A drizzly Friday morning May 19 found Stein at the lake in the front seat of a canoe hoping to catch a lunker bass, this time with rod and reel, not electricity.

Rugged and rocky Lincoln Lake sits in the flat, pastoral west Washington County landscape. It's almost like it shouldn't be there. The lake area offers mountain biking, hiking, rock climbing, fishing, canoeing and kayaking.

The lake itself has been aptly described as a flooded Devil's Den State Park. Bluffs rise from the waterway and boulders the size of boxcars poke from the rippled surface. Lincoln Lake is shaped like a V, with the dam at the bottom of the V.

Only paddlecraft and electric motors are allowed on the water. A 7-mile trail around the lake is open for hiking and mountain biking. Rock climbers are fond of the cliffs near the parking area.

Stein and his fishing buddy were eager to get after the bass. The aluminum canoe glided across water the color of tea. Stein cast tube baits, working them deep along the bluff walls and rocks.

Stein set the hook and cranked in the day's first largemouth. Only this fish was about 8¾ pounds shy of the 9-pounder in the photograph. He caught another dink-sized bass, then finally got a respectable 2-pounder to bite. Three hours of fishing and three bass. That was it.

Through his studies of Lincoln Lake, Stein knows it holds trophy bass and those bass have plenty to eat.

"This lake is loaded with forage, particularly gizzard shad," Stein said. "I think the thing that makes them hard to catch is all the forage. It's like if you just had a steak dinner and somebody hands you a slice of pizza. You're probably not going to eat it."

At midmorning, Stein switched his attention to channel catfish, but not with hook and line. Fisheries tech Hopper arrived at the lake with a Game and Fish boat packed with hoop nets for some research.

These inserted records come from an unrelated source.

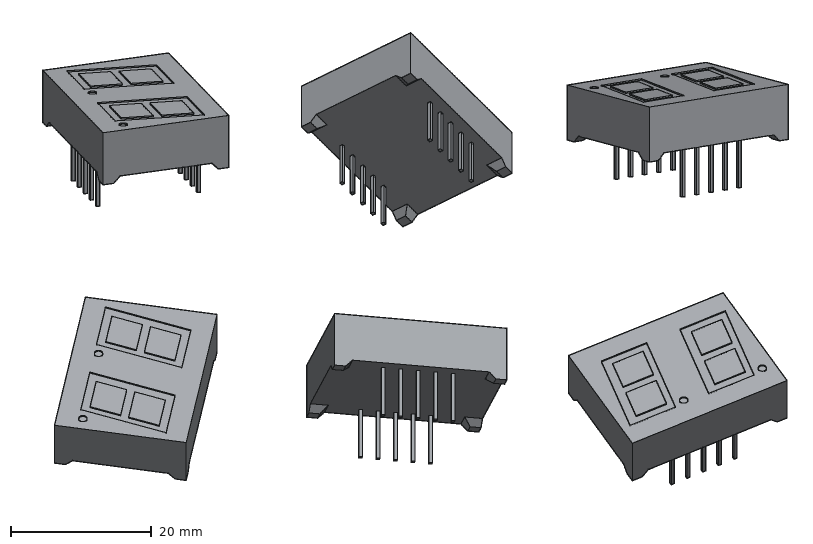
import cadquery as cq
import math


BODY_LENGTH = 25.0
BODY_WIDTH = 19.0
BODY_HEIGHT = 7.0
FOOT_HEIGHT = 1.0
FOOT_SIZE = 1.6
FOOT_SLOPE_RUN = 1.0

PIN_SIZE = 0.5
PIN_LENGTH = 7.3
PINS_PER_ROW = 5
PIN_ROW_LENGTH = 10.15
PIN_PITCH = PIN_ROW_LENGTH / (PINS_PER_ROW - 1)
PIN_ROW_SPACING = 15.25

DIGIT_PITCH = 12.7
DIGIT_HEIGHT = 12.7
DIGIT_WIDTH = 7.32
SLANT = math.tan(math.radians(10.0))
RECESS_DEPTH = 0.2

SEGMENT_WIDTH = 1.2
PANEL_WIDTH = 4.92
PANEL_SHIFT = 0.2
PANEL_HEIGHT = (DIGIT_HEIGHT - 3 * SEGMENT_WIDTH) / 2
PANEL_OFFSET = (PANEL_HEIGHT + SEGMENT_WIDTH) / 2

POINT_DIAMETER = 1.2
POINT_X = (DIGIT_WIDTH + DIGIT_HEIGHT * SLANT - POINT_DIAMETER) / 2
POINT_Y = (POINT_DIAMETER - DIGIT_HEIGHT) / 2

RECESS_FLOOR = BODY_HEIGHT - RECESS_DEPTH


def foot_channel(plane, span, length):
    """Tapered channel between the feet; it runs along the normal of the plane."""
    bottom_half = span / 2 - FOOT_SIZE
    top_half = bottom_half - FOOT_SLOPE_RUN
    outline = [
        (-bottom_half, -FOOT_HEIGHT),
        (bottom_half, -FOOT_HEIGHT),
        (top_half, 0),
        (-top_half, 0),
    ]
    return cq.Workplane(plane).polyline(outline).close().extrude(length / 2, both=True)


def slanted_block(width, height, center_x, center_y):
    """Parallelogram block that fills the recess depth; its sides lean with the digit."""
    y_bottom = center_y - height / 2
    y_top = center_y + height / 2
    x_bottom = center_x - width / 2 + y_bottom * SLANT
    x_top = center_x - width / 2 + y_top * SLANT
    outline = [
        (x_bottom, y_bottom),
        (x_bottom + width, y_bottom),
        (x_top + width, y_top),
        (x_top, y_top),
    ]
    return cq.Workplane("XY", origin=(0, 0, RECESS_FLOOR)).polyline(outline).close().extrude(RECESS_DEPTH)


def digit_recess(center_x):
    """Shallow digit window without its two panels, plus the decimal point."""
    recess = slanted_block(DIGIT_WIDTH, DIGIT_HEIGHT, center_x, 0)
    for panel_y in (-PANEL_OFFSET, PANEL_OFFSET):
        recess = recess.cut(slanted_block(PANEL_WIDTH, PANEL_HEIGHT, center_x + PANEL_SHIFT, panel_y))
    point = (
        cq.Workplane("XY", origin=(center_x + POINT_X, POINT_Y, RECESS_FLOOR))
        .circle(POINT_DIAMETER / 2)
        .extrude(RECESS_DEPTH)
    )
    return recess.union(point)


body = (
    cq.Workplane("XY", origin=(0, 0, -FOOT_HEIGHT))
    .rect(BODY_LENGTH, BODY_WIDTH)
    .extrude(BODY_HEIGHT + FOOT_HEIGHT)
    .cut(foot_channel("XZ", BODY_LENGTH, BODY_WIDTH))
    .cut(foot_channel("YZ", BODY_WIDTH, BODY_LENGTH))
)

for digit_x in (-DIGIT_PITCH / 2, DIGIT_PITCH / 2):
    body = body.cut(digit_recess(digit_x))

pins = (
    cq.Workplane("XY")
    .rarray(PIN_PITCH, PIN_ROW_SPACING, PINS_PER_ROW, 2)
    .rect(PIN_SIZE, PIN_SIZE)
    .extrude(-PIN_LENGTH)
)

result = body.union(pins)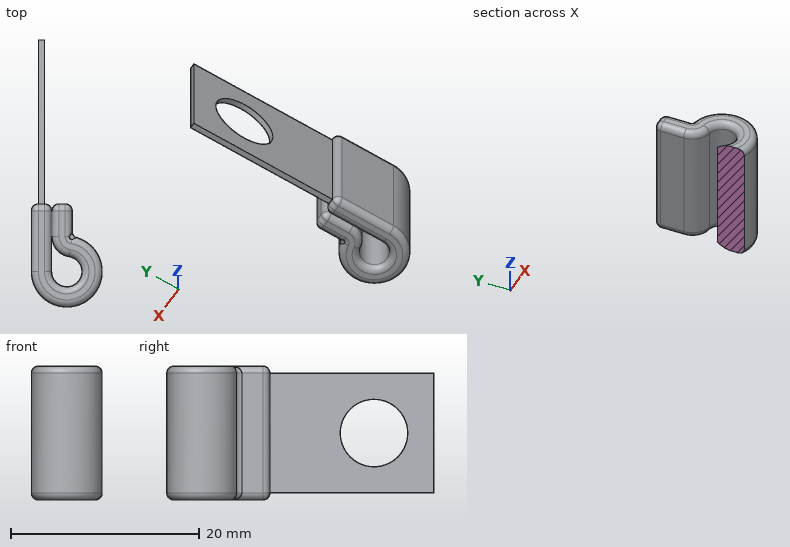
import cadquery as cq
import math

strip_thickness = 0.65
strip_width = 12.7
wall = 0.76
bore_diameter = 3.2
total_length = 28.36
leg_length = 7.2
leg_gap = 0.02
hole_diameter = 7.14
hole_to_tip = 6.35
corner_radius = 0.6
blend_lip = 0.001
blend_path_points = 7

cover_thickness = strip_thickness + 2 * wall
cover_width = strip_width + 2 * wall
inner_radius = bore_diameter / 2
outer_radius = inner_radius + cover_thickness
strip_tip_y = total_length - outer_radius
hole_y = strip_tip_y - hole_to_tip
short_leg_left = -inner_radius + leg_gap

corner_x = short_leg_left + cover_thickness
corner_y = math.sqrt(outer_radius**2 - corner_x**2)
bend_angle = math.degrees(math.atan2(corner_y, corner_x))


def cover_section(left):
    """Cover cross-section in the XZ plane with rounded corners, its left side at x = left."""
    section = (
        cq.Sketch()
        .push([(left + cover_thickness / 2, 0)])
        .rect(cover_thickness, cover_width)
        .reset()
        .vertices()
        .fillet(wall)
    )
    return cq.Workplane("XZ").placeSketch(section)


def make_leg(left, start_y):
    """Straight covered leg along +Y with all edges of its free end rounded."""
    length = leg_length - start_y
    leg = cq.Workplane("XY").box(
        cover_thickness, length, cover_width, centered=(False, False, True)
    )
    leg = leg.faces(">Y").edges("|Z").fillet(wall)
    leg = leg.faces("|Z").edges("not <Y").fillet(wall)
    return leg.translate((left, start_y, 0))


def make_loop():
    """Covered loop from the long leg round to the reverse bend."""
    return cover_section(-outer_radius).revolve(180 + bend_angle, (0, 0, 0), (0, 1, 0))


def make_reverse_bend():
    """Covered bend that joins the loop to the short leg, turning about the inner corner."""
    bend = cover_section(short_leg_left).revolve(
        bend_angle, (corner_x, 0, 0), (corner_x, 1, 0)
    )
    return bend.translate((0, corner_y, 0))


def ball_centre(angle):
    """Centre of the blend ball that rests on the edge roundings of short leg and loop.

    The angle is the slope of the contact: zero on the upright sides, growing towards the top.
    """
    reach = wall + corner_radius
    clearance = reach * math.cos(angle) - wall
    x = corner_x + clearance
    y = math.sqrt((outer_radius + clearance) ** 2 - x**2)
    return cq.Vector(x, y, strip_width / 2 + reach * math.sin(angle))


def contact_points(angle):
    """Plan positions where the blend ball touches the short leg and the loop."""
    centre = ball_centre(angle)
    depth = wall * (1 - math.cos(angle))
    centre_distance = math.hypot(centre.x, centre.y)
    loop_scale = (outer_radius - depth) / centre_distance
    return (corner_x - depth, centre.y), (centre.x * loop_scale, centre.y * loop_scale)


def make_corner_blend():
    """Filler of the inner corner, hollowed by a ball rolling up it and over its two ends."""
    end_angle = math.acos(wall / (wall + corner_radius))
    leg_low, loop_low = contact_points(0)
    leg_high, loop_high = contact_points(end_angle)
    start = ball_centre(0)
    far_angle = math.pi + math.radians(bend_angle) / 2
    far_depth = wall * (1 - math.cos(end_angle))
    far_point = (
        corner_x + far_depth * math.cos(far_angle),
        corner_y + far_depth * math.sin(far_angle),
    )
    cut_radius = corner_radius - blend_lip
    half_height = strip_width / 2 + wall * math.sin(end_angle)
    filler = (
        cq.Workplane("XY")
        .moveTo(*leg_high)
        .lineTo(*leg_low)
        .lineTo(start.x, start.y)
        .lineTo(*loop_low)
        .lineTo(*loop_high)
        .threePointArc(far_point, leg_high)
        .close()
        .extrude(half_height, both=True)
    )
    upright = (
        cq.Workplane("XY")
        .center(start.x, start.y)
        .circle(cut_radius)
        .extrude(strip_width / 2, both=True)
    )
    steps = blend_path_points - 1
    path_points = [ball_centre(end_angle * i / steps) for i in range(blend_path_points)]
    path = cq.Workplane("XY").spline(path_points)
    over_top = (
        cq.Workplane("XY", origin=start)
        .circle(cut_radius)
        .sweep(path)
    )
    end_ball = cq.Workplane("XY").sphere(cut_radius).translate(ball_centre(end_angle))
    filler = filler.cut(upright)
    for cutter in (over_top, end_ball):
        filler = filler.cut(cutter).cut(cutter.mirror("XY"))
    return filler


def make_strip():
    """Flat metal strip that leaves the long leg, with its mounting hole."""
    strip_left = -outer_radius + wall
    strip = cq.Workplane("XY").box(
        strip_thickness, strip_tip_y, strip_width, centered=(False, False, True)
    )
    hole = (
        cq.Workplane("YZ")
        .center(hole_y, 0)
        .circle(hole_diameter / 2)
        .extrude(strip_thickness)
    )
    return strip.cut(hole).translate((strip_left, 0, 0))


cover = make_loop().union(make_reverse_bend())
cover = cover.union(make_leg(short_leg_left, corner_y))
cover = cover.union(make_leg(-outer_radius, 0))
cover = cover.union(make_corner_blend())
result = cover.union(make_strip()).solids()

The two set nets with bait at four spots on the lake bottom. They'd return in two days to see how many catfish were in the nets. The take was 170 catfish to 20-inches long, a big improvement over 50 catfish the nets yielded last May.

That shows the lake has a good population of channel catfish, Hopper said, and the numbers are growing.

"When we first started this all we'd get were little bullhead catfish and no channel 'cats," Stein said.

Game and Fish began stocking yearling channel catfish in 2013. Now the lake is stocked once a year with 3,000 yearling catfish that average about eight-inches long.

Fishermen and other visitors at Lincoln Lake may notice a ring of woody debris around the reservoir several feet above the surface. It's the result of a 12-foot rise on the lake during flooding in late April.

Doug Hutchens, who serves on the Lincoln City Council, said the lake is in good shape now. So is the trail around the lake. A crew was hired to clear debris off the trail and it's open for use, he said.